Longer-term you could measure good design on more loyalty, more super fans, and more engagement. What was the feeling that your user or customer walked away with at the end of the day? And are they going to come back to you?

 

Clockwise from top left: Lounge by the pool at the Taco Bell Hotel pop-up in Palm Springs; Rooms at the Taco Bell Hotel pop-up, complete with hot sauce-inspired throw pillows (images, Taco Bell/Taco Bell Hotel); Your dog is cooler than you are at the Shinola Hotel in downtown Detroit (image, Shinola Hotel).

 

So looking at the ROI question with effective design being about retention?
You don't write to the company after a great experience and say, “Hey, everything was super quick and seamless. But if it’s a terrible experience, the businesses are going to hear about it.

Why do you think that is?
When people are spending their time and money, they have certain expectations that it will be an amazing experience.
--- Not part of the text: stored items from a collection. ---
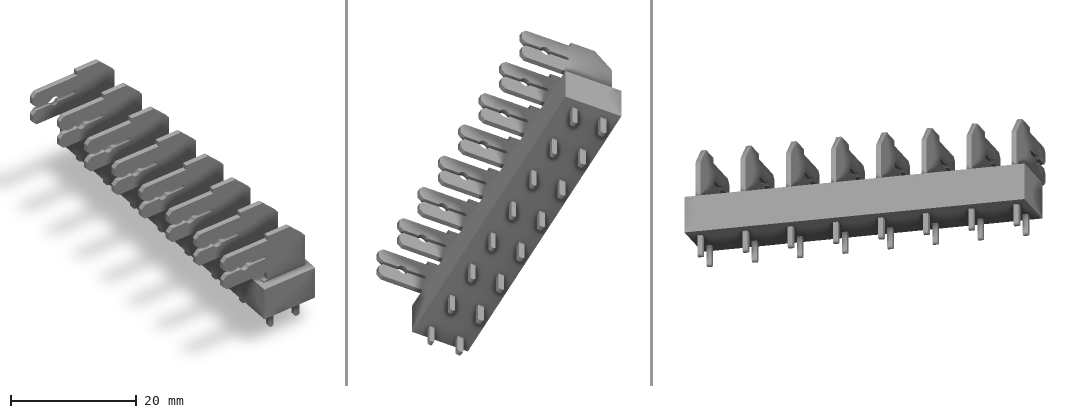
import cadquery as cq

housing_length = 56.5
housing_depth = 9.9
housing_height = 6.0

terminal_count = 8
end_margin = 2.0
terminal_thickness = 0.85
terminal_pitch = (housing_length - 2 * end_margin) / (terminal_count - 1)

blade_back_y = 9.0
blade_front_y = 1.7
blade_top_z = 15.0
blade_back_chamfer = 3.05

foot_length = 0.8
foot_height = 0.3

tab_tip_y = -6.95
tab_center_z = 10.95
tab_height = 6.25
finger_chamfer = 0.75
slot_width = 0.7
slot_end_y = 1.35
relief_hole_y = -2.7
relief_hole_radius = 0.85

pin_tip_z = -3.5
back_pin_y = 7.45
back_pin_width = 1.0
front_pin_y = 2.45
front_pin_width = 0.85
pin_tip_radius = 0.4


def plate(outline):
    """Turn a closed Y-Z outline into a plate centred on X = 0."""
    return outline.extrude(terminal_thickness / 2, both=True)


def box_plate(y_start, y_end, z_start, z_end):
    """Rectangular plate spanning the given Y and Z ranges."""
    outline = (
        cq.Workplane("YZ")
        .moveTo(y_start, z_start)
        .lineTo(y_end, z_start)
        .lineTo(y_end, z_end)
        .lineTo(y_start, z_end)
        .close()
    )
    return plate(outline)


def make_blade():
    """Upright blade with its upper back corner cut off and a low front foot."""
    outline = (
        cq.Workplane("YZ")
        .moveTo(blade_back_y, housing_height)
        .lineTo(blade_back_y, blade_top_z - blade_back_chamfer)
        .lineTo(blade_back_y - blade_back_chamfer, blade_top_z)
        .lineTo(blade_front_y, blade_top_z)
        .lineTo(blade_front_y, housing_height + foot_height)
        .lineTo(blade_front_y - foot_length, housing_height + foot_height)
        .lineTo(blade_front_y - foot_length, housing_height)
        .close()
    )
    return plate(outline)


def make_finger(z_start, z_end):
    """One finger of the tab, chamfered at both corners of its tip."""
    return box_plate(tab_tip_y, blade_front_y, z_start, z_end).edges("|X and <Y").chamfer(finger_chamfer)


def make_slot():
    """Slot between the fingers with a round inner end and a round relief hole across it."""
    slot_radius = slot_width / 2
    straight_end_y = slot_end_y - slot_radius
    straight = box_plate(tab_tip_y, straight_end_y, tab_center_z - slot_radius, tab_center_z + slot_radius)
    round_end = plate(cq.Workplane("YZ").center(straight_end_y, tab_center_z).circle(slot_radius))
    relief_hole = plate(cq.Workplane("YZ").center(relief_hole_y, tab_center_z).circle(relief_hole_radius))
    return straight.union(round_end).union(relief_hole)


def make_tab():
    """Two fingers joined behind the slot."""
    finger_height = (tab_height - slot_width) / 2
    tab_bottom_z = tab_center_z - tab_height / 2
    tab_top_z = tab_center_z + tab_height / 2
    lower_finger = make_finger(tab_bottom_z, tab_bottom_z + finger_height)
    upper_finger = make_finger(tab_top_z - finger_height, tab_top_z)
    slot_root = box_plate(slot_end_y - slot_width, blade_front_y, tab_bottom_z, tab_top_z)
    return lower_finger.union(upper_finger).union(slot_root).cut(make_slot())


def make_pin(center_y, width):
    """Square-ended pin from the top of the housing down to the tip."""
    return box_plate(center_y - width / 2, center_y + width / 2, pin_tip_z, housing_height)


def make_rounded_pin(center_y, width):
    """Pin with both corners of its tip rounded."""
    return make_pin(center_y, width).edges("|X and <Z").fillet(pin_tip_radius)


def make_terminal():
    """Blade, tab and both pins as one stamped piece."""
    back_pin = make_rounded_pin(back_pin_y, back_pin_width)
    front_pin = make_rounded_pin(front_pin_y, front_pin_width)
    return make_blade().union(make_tab()).union(back_pin).union(front_pin)


def make_housing(positions):
    """Bar with a pair of rectangular pin holes at each terminal position."""
    bar = cq.Workplane("XY").box(housing_length, housing_depth, housing_height, centered=False)
    for x in positions:
        bar = bar.cut(make_pin(back_pin_y, back_pin_width).translate((x, 0, 0)))
        bar = bar.cut(make_pin(front_pin_y, front_pin_width).translate((x, 0, 0)))
    return bar


terminal_positions = [end_margin + i * terminal_pitch for i in range(terminal_count)]
housing = make_housing(terminal_positions)
terminal = make_terminal()
terminals = [terminal.translate((x, 0, 0)) for x in terminal_positions]

result = cq.Compound.makeCompound([housing.val(), *[t.val() for t in terminals]])

For people who aren’t traveling all the time, they have a short window they’ve allocated where they want to have this great experience. If it doesn’t deliver, it’s upsetting. Most people in the U.S. only take two weeks of vacation per year, so it's really important they maximize the enjoyment they get out of it.

 
 

 

Conversation Starters

 

What is the point of the airline map?

That is a topic authors Maxwell Roberts and Mark Ovenden cover in their new pictorial history book, Airline Maps: A Century of Art and DesignAccording to the authors, airline maps were never intended for navigation. “They’re intended for empire-defining,” says Ovenden in an interview with City Lab. Early European airlines, who were notably state-subsidized, like KLM and the ancestor of British Airways, could use them to show the reach of their empires.  

Flip through the back of an in-flight magazine today, and you’ll see about a zillion lines cutting across the pages to show every route. At some point, the lines blur into one, and the chance to advertise future services to people currently using your services is completely missed. “They’re essentially unusable,” says Roberts. “And that’s the big irony with airline maps: Nobody’s ever used an airline map to plan a journey.”

 
 

What it’s like aboard the longest flight in the world

Australian-based Quantas Airlines is preparing to begin nonstop commercial service from New York to Sydney in 2020. Total time for the trip? 20 hours. During the trial phase, Quantas has been testing various methodologies in an effort to create a more pleasant passenger experience, and to try and mitigate the effects of “soul-crushing, body-buckling jet lag.” Bloomberg journalist Angus Whitley bravely withstood voluntary sleep deprivation, group stretching exercises and mood evaluation questionnaires so you don’t have to. Read it here.

 
 

Welcome to Oslo. Please make your way through our fantasy forest.

Traveling with kids: necessary, sometimes surprisingly pleasant; other times not so much. Never fear, the folks at Oslo’s Flytoget, a high-speed rail service that connects the Oslo airport to surrounding cities, have your back. At the Flytoget airport station, children are met with a make-believe forest tunnel; climbing through successfully means you get to ride the train for free. This is a fun example of the power of experience design to surprise and delight even the youngest of weary travelers – as well as their weary caretakers. The Flytoget from Oslo airport is already free for kids 16 and under, but shhh - we won’t tell if you won’t.